* EXERCISE OBJECTIVE:
This exercise calls for every line of the data below with the string "main" in it.
============
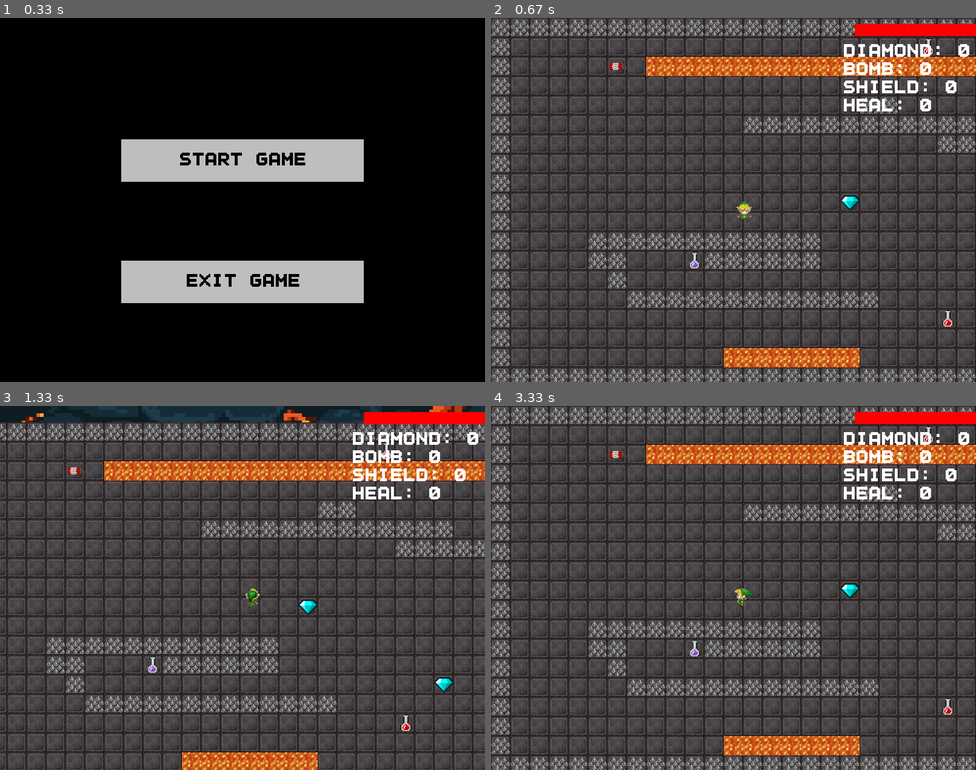
Above: before the commit, frames 1-4 (two rows, left to right).
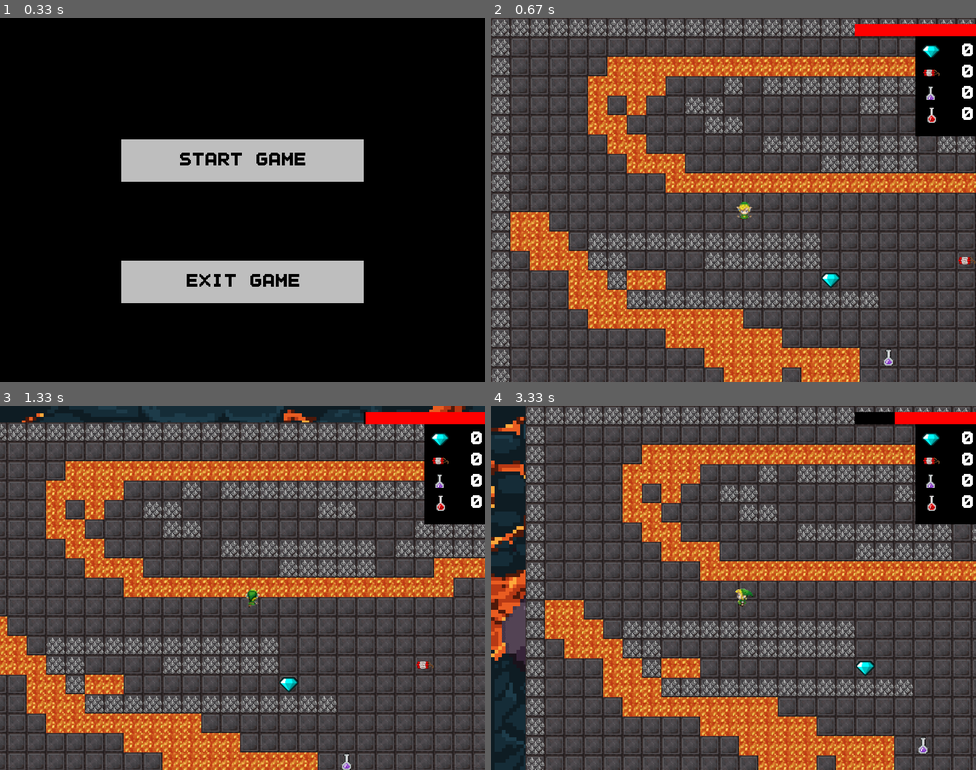
Above: after the commit, the same moments.

Repository: MarcoPertegal/robot8bit-pygame
Game: pygame game, started from pygame-8bit/main.py
Two runs of this game, one before a commit and one after it. Both use one fixed random seed, a clock stepped at 60 frames per second and the inputs below.
Inputs (mouse positions are in pixels of both pictures, inside the frame that each line leads up to):
- Up to frame 1 (0.33 s): no input
- Up to frame 2 (0.67 s): click (733, 159) at 0.38 s
- Up to frame 3 (1.33 s): hold Right 0.67-1.13 s; move the mouse to (223, 602) at 0.7 s; hold Up from 1.17 s (still down)
- Up to frame 4 (3.33 s): release Up at 1.47 s; hold Right 1.5-1.97 s; hold Left 2-2.53 s; hold Down 2.57-2.87 s; hold Left 2.9-3.3 s

Frame 1 is identical in both runs. In frame 2, 22% of the frame differs, in the area x 4-100%, y 5-100%; in frame 3, 20%; in frame 4, 48%, in the area x 0-100%, y 0-100%.

Commit message:
Inventory and new map done

Diff:
--- a/pygame-8bit/config.py
+++ b/pygame-8bit/config.py
@@ -23,5 +23,5 @@
 game_background_sprite = "assets/game_background.png"
 diamond_sprite = 'assets/diamond.png'
 bomb_sprite = 'assets/bomb.png'
-shield_sprite = 'assets/shiled.png'
+shield_sprite = 'assets/shield.png'
 heal_sprite = 'assets/heal.png'
--- a/pygame-8bit/main.py
+++ b/pygame-8bit/main.py
@@ -164,13 +164,39 @@
         pygame.draw.rect(self.screen, bar_color, bar_rect)
 
     def draw_inventory(self):
-        inventory_start_x = SCREEN_WIDTH - 220
+        inventory_start_x = SCREEN_WIDTH - 90
         inventory_start_y = 40
+        icon_size = 30
+        background_color = (0, 0, 0)
+        padding = 10
 
         for i, (obj_type, count) in enumerate(self.Player.inventory.items()):
-            obj_text = self.font.render(f"{obj_type}: {count}", True, (255, 255, 255))
-            obj_text_rect = obj_text.get_rect(topleft=(inventory_start_x, inventory_start_y + i * 30))
-            self.screen.blit(obj_text, obj_text_rect)
+            if obj_type == "diamond":
+                icon_image = pygame.image.load("assets/diamond.png")
+            elif obj_type == "bomb":
+                icon_image = pygame.image.load("assets/bomb.png")
+            elif obj_type == "shield":
+                icon_image = pygame.image.load("assets/shield.png")
+            elif obj_type == "heal":
+                icon_image = pygame.image.load("assets/heal.png")
+
+            icon_image = pygame.transform.scale(icon_image, (icon_size, icon_size))
+
+            background_rect = pygame.Rect(
+                inventory_start_x - padding,
+                inventory_start_y + i * (icon_size + 5) - padding,
+                icon_size + 55 + 2 * padding,
+                icon_size + 10 + 2 * padding
+            )
+            pygame.draw.rect(self.screen, background_color, background_rect)
+
+            icon_rect = icon_image.get_rect(topleft=(inventory_start_x, inventory_start_y + i * (icon_size + 5)))
+            self.screen.blit(icon_image, icon_rect)
+
+            count_text = self.font.render(str(count), True, (255, 255, 255))
+            count_rect = count_text.get_rect(
+                midleft=(inventory_start_x + icon_size + 35, inventory_start_y + i * (icon_size + 5) + icon_size / 2))
+            self.screen.blit(count_text, count_rect)
 
     def check_victory_condition(self):
         if self.Player.inventory["diamond"] == self.total_diamonds:
--- a/pygame-8bit/map.txt
+++ b/pygame-8bit/map.txt
@@ -1,20 +1,28 @@
 B:3, D:3, S:1, H:2
-WWWWWWWWWWWWWWWWWWWWWWWWWWWWWWWWWWWWWWWWW
-W.......................................W
-W.......LLLLLLLLLLLLLLLLLLLLLLLLLLLLLLLLW
-W................................LL.....W
-W..................WW..............L....W
-W............WWWWWWWWWWWWW..............W
-W......................WWWWWW...........W
-W.......................................W
-W.......................................W
-W...................P...................W
-W.............................LLL.......W
-W....WWWWWWWWWWWW............LLLL.......W
-W....WW....WWWWWW.............LLL.......W
-W.....W.................................W
-W......WWWWWWWWWWWWW....................W
-W.......................................W
-W.......................................W
-W...........LLLLLLL.....................W
-WWWWWWWWWWWWWWWWWWWWWWWWWWWWWWWWWWWWWWWWW
+WWWWWWWWWWWWWWWWWWWWWWWWWWWWWWWWWWWWWWWWWWWWWWWWWW
+W................................................W
+W.....LLLLLLLLLLLLLLLLLLLLLLLLLLLLL..............W
+W....LLLL...W.WWWWWWWWWWWWW......LLL.............W
+W....L.L..WW.......WW......WWWW...LL.............W
+W....LL....WW...........WWWWW....L.L.............W
+W.....LL......WWWWWWWW.WWWWWW.....LL.............W
+W......LLL.......WWWWW...LLLLLLLLLLL.............W
+W........LLLLLLLLLLLLLLLLL.......................W
+W............................P...................W
+WLL....................................LLLWWWWWW.W
+WLLL.WWWWWWWWWWWW............LLLL......WWW.......W
+W.LLLWW....WWWWWW.............LLL..WWWW.......LLLW
+W...LLWLL..........................WWW.........LLW
+W...LLLWWWWWWWWWWWWW.................WWWWWWWW....W
+W....LLLLLLLL..............................WWWW..W
+W........LLLLLL........................WWWWWWWWWWW
+W..........LLLLLLLL..............................W
+W...........LLL.LLL..............................W
+W...........LL...LL.............WWWWWWW.WWWWWWWWWW
+W............WWW..............WWWW..LLLLLLLLLLLLLW
+W............LLLLLLL.......WWWWLLL...............W
+W.............LLLLL........WWWLLLLLLLLLLLLLLLL...W
+W............LLLLL........WWW....................W
+W...........LLLLL........WWW.....LLLLLLLLLLLLLLL.W
+W...........LLLLLL.......WWW.....................W
+WWWWWWWWWWWWWWWWWWWWWWWWWWWWWWWWWWWWWWWWWWWWWWWWWW
--- a/pygame-8bit/player.py
+++ b/pygame-8bit/player.py
@@ -31,6 +31,7 @@
         self.shield_key_pressed = False
         self.bomb_key_pressed = False
 
+
     def movement(self):
         keys = pygame.key.get_pressed()
         if keys[pygame.K_LEFT]:
Renamed: pygame-8bit/assets/shiled.png -> pygame-8bit/assets/shield.png
============
* RESPONSE TO THIS TASK:
Game: pygame game, started from pygame-8bit/main.py
--- a/pygame-8bit/main.py
+++ b/pygame-8bit/main.py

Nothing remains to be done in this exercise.